RE: [Histonet] Histogel

2014-01-20 Thread Esther C Peters
Thank you, Dusko!

I have had the same problem with 1.5% agarose, and I tried starting the 
dehydration with 30% to 50% to 70% ethanol, and using different xylene 
substitutes. It appears that the variable whitening and shrinking happens after 
100% reagent alcohol and in the xylene substitute (now using Richard-Allan 
Clear-Rite3). I've wondered if slow infiltration was the issue.  I guess we'll 
try this longer processing, but I also work with delicate tissues that normally 
would be a short run (15 min in each reagent). Are your tissues 
thin/delicate/biopsy or cell preps or organ samples? No effect on them?

Esther

Esther C. Peters, Ph.D.
Assistant Professor
Environmental Science & Policy
George Mason University
4400 University Drive, MS 5F2
Fairfax, VA 22030-

From: histonet-boun...@lists.utsouthwestern.edu 
 on behalf of dusko trajkovic 

Sent: Monday, January 20, 2014 1:58 PM
To: jennifer.arcand-john...@genzyme.com; histonet@lists.utsouthwestern.edu
Subject: Re: [Histonet] Histogel

Jennifer,
You might have seen one of my posts from 2-3 years ago. I had the exact same 
problems you described. Could not get anyone to come up with a solution. I ran 
various programs on our VIP and finally came up with a solution.
Fix your specimens as you normally would do. Drain of the fixative add your 
histogel (dissolved in hot water, which you have been doing), fill the mold 
with the histogel. Let solidify on ice or 4C in fridge. Place the solid 
histogel in a cassette and process on a 12 hour program. Since I have 
instituted this procedure, have not had one bad block to date. Longer 
processing is the answer, and nothing else.
Good Luck.
Dusko Trajkovic
Pfizer Inc. La Jolla
858-638-6202



 From: "jennifer.arcand-john...@genzyme.com" 

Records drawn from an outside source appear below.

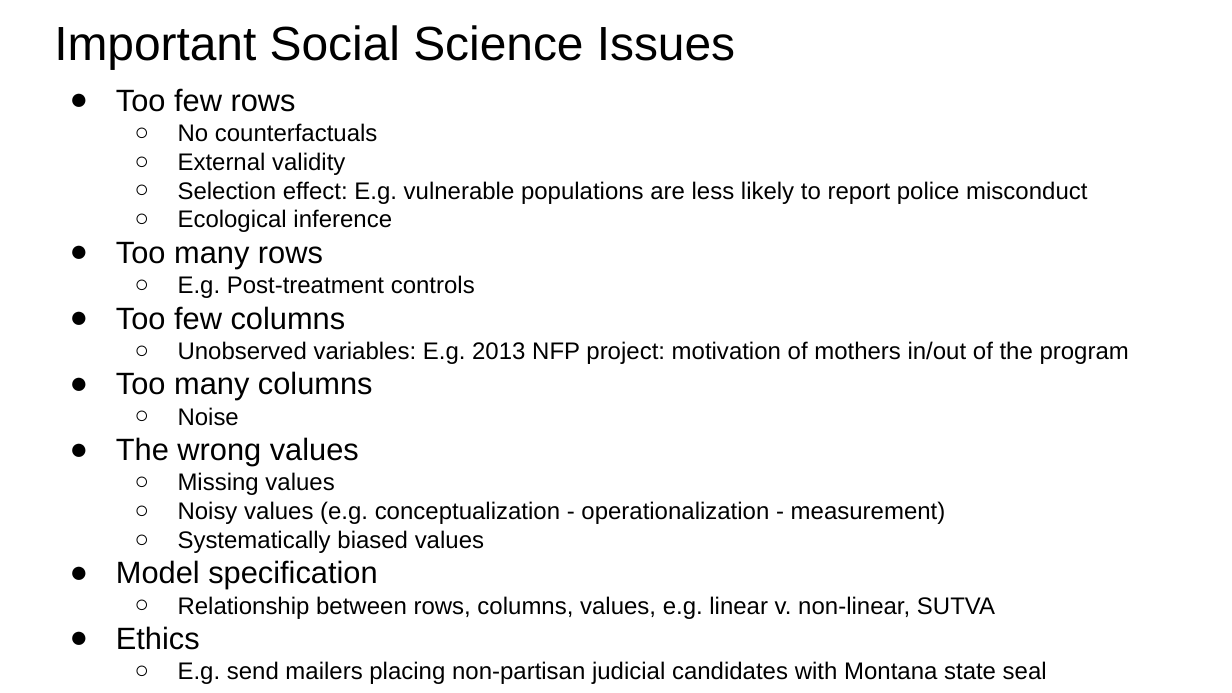
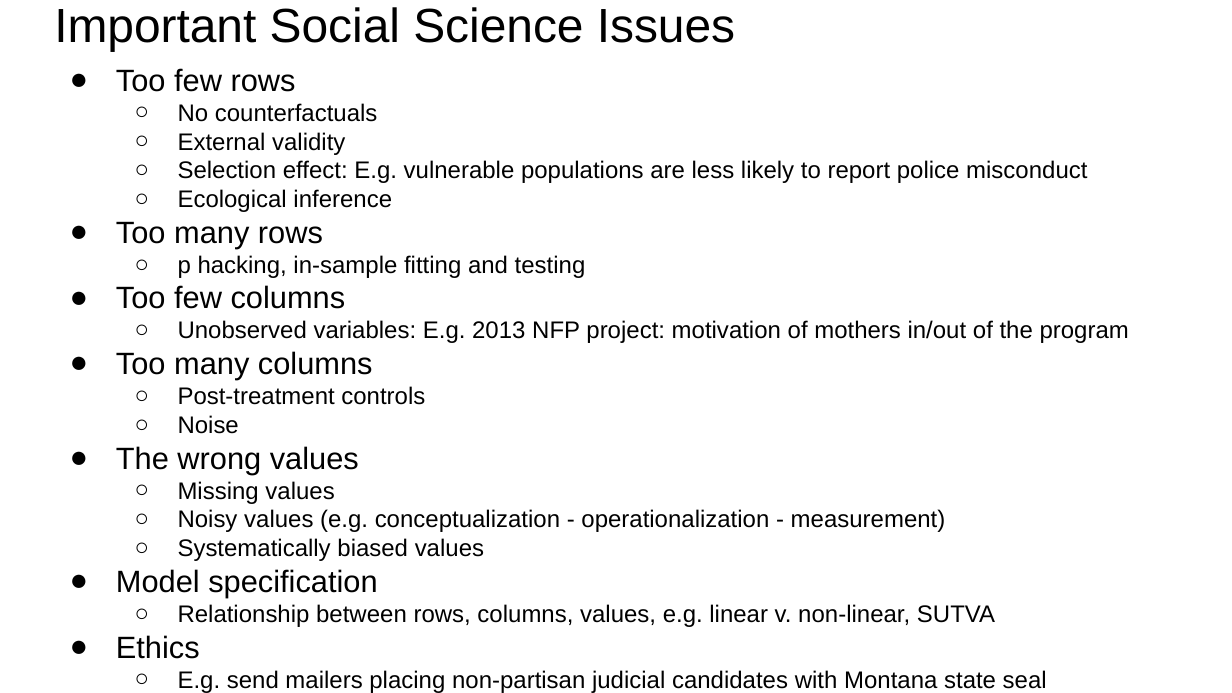
Before and after one commit to dssg/hitchhikers-guide, a slide deck: slide 17 of curriculum/3_modeling_and_machine_learning/quantitative-social-science/We're All Social Scientists Now.pptx. Drawn at 1232x693 pixels with LibreOffice and Linux fonts; fonts in the diff are those of the drawing. Boxes give left, top, right and bottom in pixels: in the first picture for what was removed or moved away, otherwise in the second. Text is boxed around its words. In the diff, an @@ line names an element or a change of style, - is before the commit and + after.

Commit message:
Add files via upload
Fixed typos in "important social science issues" slide

```diff
--- a/curriculum/3_modeling_and_machine_learning/quantitative-social-science/We're All Social Scientists Now.pptx
+++ b/curriculum/3_modeling_and_machine_learning/quantitative-social-science/We're All Social Scientists Now.pptx
@@ title "Important Social Science Issues" moved from (x1=54, y1=25, x2=735, y2=69) to (x1=54, y1=7, x2=735, y2=51) @@
@@ text "Too few rows" moved from (x1=116, y1=88, x2=1129, y2=684) to (x1=116, y1=68, x2=1129, y2=693) @@
@@ text at (x1=178, y1=255, x2=586, y2=278): text changed @@
-  ○ E.g. Post-treatment controls
+  ○ p hacking, in-sample fitting and testing
@@ text at (x1=178, y1=386, x2=425, y2=405): paragraph added @@
+  ○ Post-treatment controls
```
Also in this commit, not shown: 1 other file.

To: histonet@lists.utsouthwestern.edu
Sent: Monday, January 20, 2014 7:56 AM
Subject: [Histonet] Histogel


Dear Histonetters,

I have been reading up on the archives for info on Histogel.  Previous posts 
discuss how they had problems with it - some samples would come out great and 
some would shrivel up or even dissolve.
These posts on the Histogel were from a few years ago and was hoping, and 
praying that someone out there may have solved this issue and have a little 
info you could share with me on this subject.  Did anyone out there ever figure 
out how to get consistent results?
I have spoken with RA Scientific and they have no additional insights.

Here is the background:  I have used Histogel for about 4 years now.  In 
September of last year, we started seeing the shriveling Histogel samples.  
Like others who posted, it was random.  I could embed two serial pieces of 
nerve, from the same mouse, into two blocks and one would shrivel and one would 
look great.  So I have tried many things, always in multiples of 3 or more per 
condition per run...

Fixing in formalin only, embedding in Histogel and storing in PBS until 
processing
Fixing in formalin only, embedding in Histogel and storing in 40% reagent 
alcohol until processing (the first step of our processor is 40%)
Fixing in formalin only, embedding in Histogel and storing in formalin until 
processing
Fixing in formalin, rinsing in 40% alcohol, embedding in Histogel, and storing 
in 40% or formalin until processing
For all of these conditions, I have tried using a small cycle (30 min/bath) and 
a biopsy cycle (15 minutes/bath).
Once processed, there was no rhyme or reason to the results.  Some blocks 
looked great; others within the same group looked shriveled.  Sometimes the 
blocks were white, sometimes they were clear.

Next, I thought it was my pre-processing - so I heated the Histogel in a water 
bath, rather than microwaving.  That way all of the samples were embedded with 
the Histogel at the same temperature - about 55 degrees.
Again, no rhyme or reason, some looked good, some looked bad.

Lastly I thought that maybe I was carrying over too much liquid from my sample 
to the Histogel so I tried the following:
I made Histogel only blocks or added 3-4 drops of 40% alcohol or formalin to 
the liquid Histogel before a tissue/cell free block was made.
Yep, you guessed it - no luck.  Some looked good, some looked shriveled.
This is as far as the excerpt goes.